Please retype exactly, and with nothing added, the lines of the material from the one with "housing = housing.cut(make_joint_groove(groove_x, groove_d))" through the final one.
══ Provided data ══
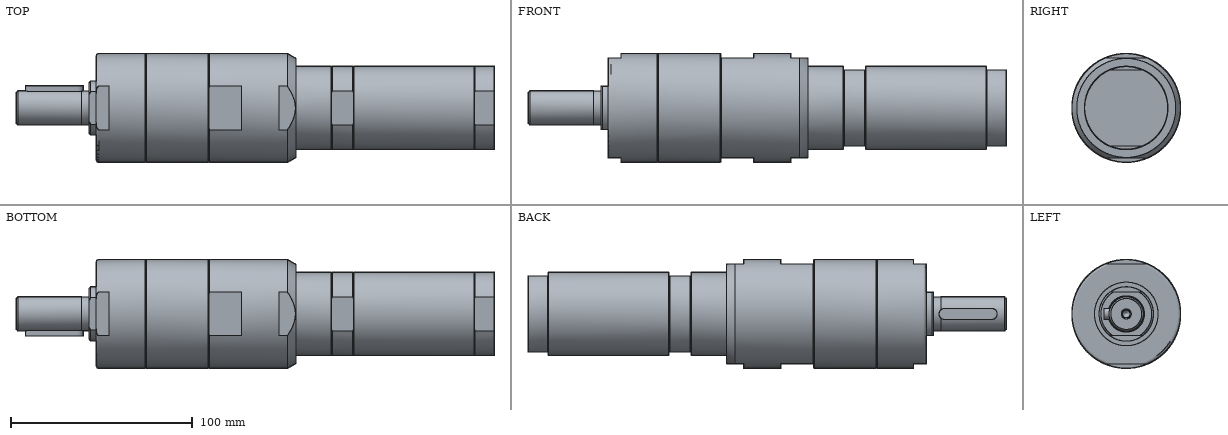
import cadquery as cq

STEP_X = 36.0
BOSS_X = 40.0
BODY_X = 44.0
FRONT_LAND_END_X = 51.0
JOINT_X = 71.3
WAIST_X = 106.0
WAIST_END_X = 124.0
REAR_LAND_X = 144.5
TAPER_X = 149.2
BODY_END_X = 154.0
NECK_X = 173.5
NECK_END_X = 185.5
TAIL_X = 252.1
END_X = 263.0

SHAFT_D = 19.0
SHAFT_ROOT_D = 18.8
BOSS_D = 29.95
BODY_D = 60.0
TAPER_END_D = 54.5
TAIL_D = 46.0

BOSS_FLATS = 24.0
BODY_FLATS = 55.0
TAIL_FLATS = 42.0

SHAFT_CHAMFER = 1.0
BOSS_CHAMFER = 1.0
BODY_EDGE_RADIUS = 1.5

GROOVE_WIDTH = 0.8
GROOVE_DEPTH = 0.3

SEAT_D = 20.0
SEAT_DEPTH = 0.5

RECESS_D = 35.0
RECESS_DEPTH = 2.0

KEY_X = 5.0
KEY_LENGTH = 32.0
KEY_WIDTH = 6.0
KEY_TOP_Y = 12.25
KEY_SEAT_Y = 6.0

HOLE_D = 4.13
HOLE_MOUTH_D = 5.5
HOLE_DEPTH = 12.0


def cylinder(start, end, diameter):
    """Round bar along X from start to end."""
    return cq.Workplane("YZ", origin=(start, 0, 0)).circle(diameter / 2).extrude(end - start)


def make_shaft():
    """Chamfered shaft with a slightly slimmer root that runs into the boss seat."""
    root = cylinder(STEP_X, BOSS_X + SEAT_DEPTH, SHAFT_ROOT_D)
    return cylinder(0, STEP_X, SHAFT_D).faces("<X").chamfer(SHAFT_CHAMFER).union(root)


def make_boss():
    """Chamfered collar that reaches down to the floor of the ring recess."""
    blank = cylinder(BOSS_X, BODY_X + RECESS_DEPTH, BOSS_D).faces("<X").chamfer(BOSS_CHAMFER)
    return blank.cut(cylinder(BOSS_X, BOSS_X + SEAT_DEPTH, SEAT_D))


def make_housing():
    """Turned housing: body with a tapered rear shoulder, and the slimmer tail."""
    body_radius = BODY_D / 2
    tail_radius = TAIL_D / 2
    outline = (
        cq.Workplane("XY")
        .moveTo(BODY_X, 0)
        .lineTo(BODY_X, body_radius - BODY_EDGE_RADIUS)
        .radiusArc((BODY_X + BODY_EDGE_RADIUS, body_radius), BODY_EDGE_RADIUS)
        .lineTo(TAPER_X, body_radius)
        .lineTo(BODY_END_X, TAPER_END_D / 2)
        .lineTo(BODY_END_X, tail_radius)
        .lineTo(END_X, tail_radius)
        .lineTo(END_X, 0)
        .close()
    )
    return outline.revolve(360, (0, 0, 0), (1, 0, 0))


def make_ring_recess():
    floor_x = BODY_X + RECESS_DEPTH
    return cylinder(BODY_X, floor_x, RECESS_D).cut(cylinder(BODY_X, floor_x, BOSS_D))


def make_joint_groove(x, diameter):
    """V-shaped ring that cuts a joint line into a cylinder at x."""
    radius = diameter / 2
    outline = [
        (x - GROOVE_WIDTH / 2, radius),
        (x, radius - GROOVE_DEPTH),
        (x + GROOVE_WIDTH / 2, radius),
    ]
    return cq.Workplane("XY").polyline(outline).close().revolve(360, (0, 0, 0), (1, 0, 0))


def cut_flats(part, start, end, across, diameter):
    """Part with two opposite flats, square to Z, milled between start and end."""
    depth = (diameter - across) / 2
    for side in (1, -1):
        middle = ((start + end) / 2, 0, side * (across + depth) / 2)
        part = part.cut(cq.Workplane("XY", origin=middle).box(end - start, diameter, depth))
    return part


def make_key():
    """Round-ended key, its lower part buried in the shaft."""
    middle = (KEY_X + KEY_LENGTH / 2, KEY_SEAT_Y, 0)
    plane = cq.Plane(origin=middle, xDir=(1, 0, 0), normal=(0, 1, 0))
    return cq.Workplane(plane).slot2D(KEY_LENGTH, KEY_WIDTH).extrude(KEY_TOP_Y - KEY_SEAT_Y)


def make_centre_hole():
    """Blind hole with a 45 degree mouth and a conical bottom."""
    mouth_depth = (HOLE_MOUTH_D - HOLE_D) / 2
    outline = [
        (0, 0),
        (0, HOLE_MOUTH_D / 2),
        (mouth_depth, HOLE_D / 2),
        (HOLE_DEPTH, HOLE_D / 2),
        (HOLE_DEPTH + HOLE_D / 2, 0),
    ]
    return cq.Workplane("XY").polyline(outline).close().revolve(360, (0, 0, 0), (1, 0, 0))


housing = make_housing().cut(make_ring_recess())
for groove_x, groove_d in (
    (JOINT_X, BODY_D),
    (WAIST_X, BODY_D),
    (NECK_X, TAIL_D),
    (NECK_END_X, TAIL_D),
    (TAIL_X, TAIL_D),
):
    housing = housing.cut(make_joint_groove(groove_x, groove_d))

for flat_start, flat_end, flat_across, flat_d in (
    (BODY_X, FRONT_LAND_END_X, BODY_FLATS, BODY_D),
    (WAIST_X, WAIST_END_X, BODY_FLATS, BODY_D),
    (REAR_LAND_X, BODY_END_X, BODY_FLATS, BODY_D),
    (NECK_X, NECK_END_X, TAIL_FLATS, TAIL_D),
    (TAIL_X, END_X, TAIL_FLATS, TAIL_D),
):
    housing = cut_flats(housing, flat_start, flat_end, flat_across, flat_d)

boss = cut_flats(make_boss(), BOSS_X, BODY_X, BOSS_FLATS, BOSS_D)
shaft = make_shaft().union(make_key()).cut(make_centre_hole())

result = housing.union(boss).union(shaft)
═══
▸ **Task response**:
    housing = housing.cut(make_joint_groove(groove_x, groove_d))

for flat_start, flat_end, flat_across, flat_d in (
    (BODY_X, FRONT_LAND_END_X, BODY_FLATS, BODY_D),
    (WAIST_X, WAIST_END_X, BODY_FLATS, BODY_D),
    (REAR_LAND_X, BODY_END_X, BODY_FLATS, BODY_D),
    (NECK_X, NECK_END_X, TAIL_FLATS, TAIL_D),
    (TAIL_X, END_X, TAIL_FLATS, TAIL_D),
):
    housing = cut_flats(housing, flat_start, flat_end, flat_across, flat_d)

boss = cut_flats(make_boss(), BOSS_X, BODY_X, BOSS_FLATS, BOSS_D)
shaft = make_shaft().union(make_key()).cut(make_centre_hole())

result = housing.union(boss).union(shaft)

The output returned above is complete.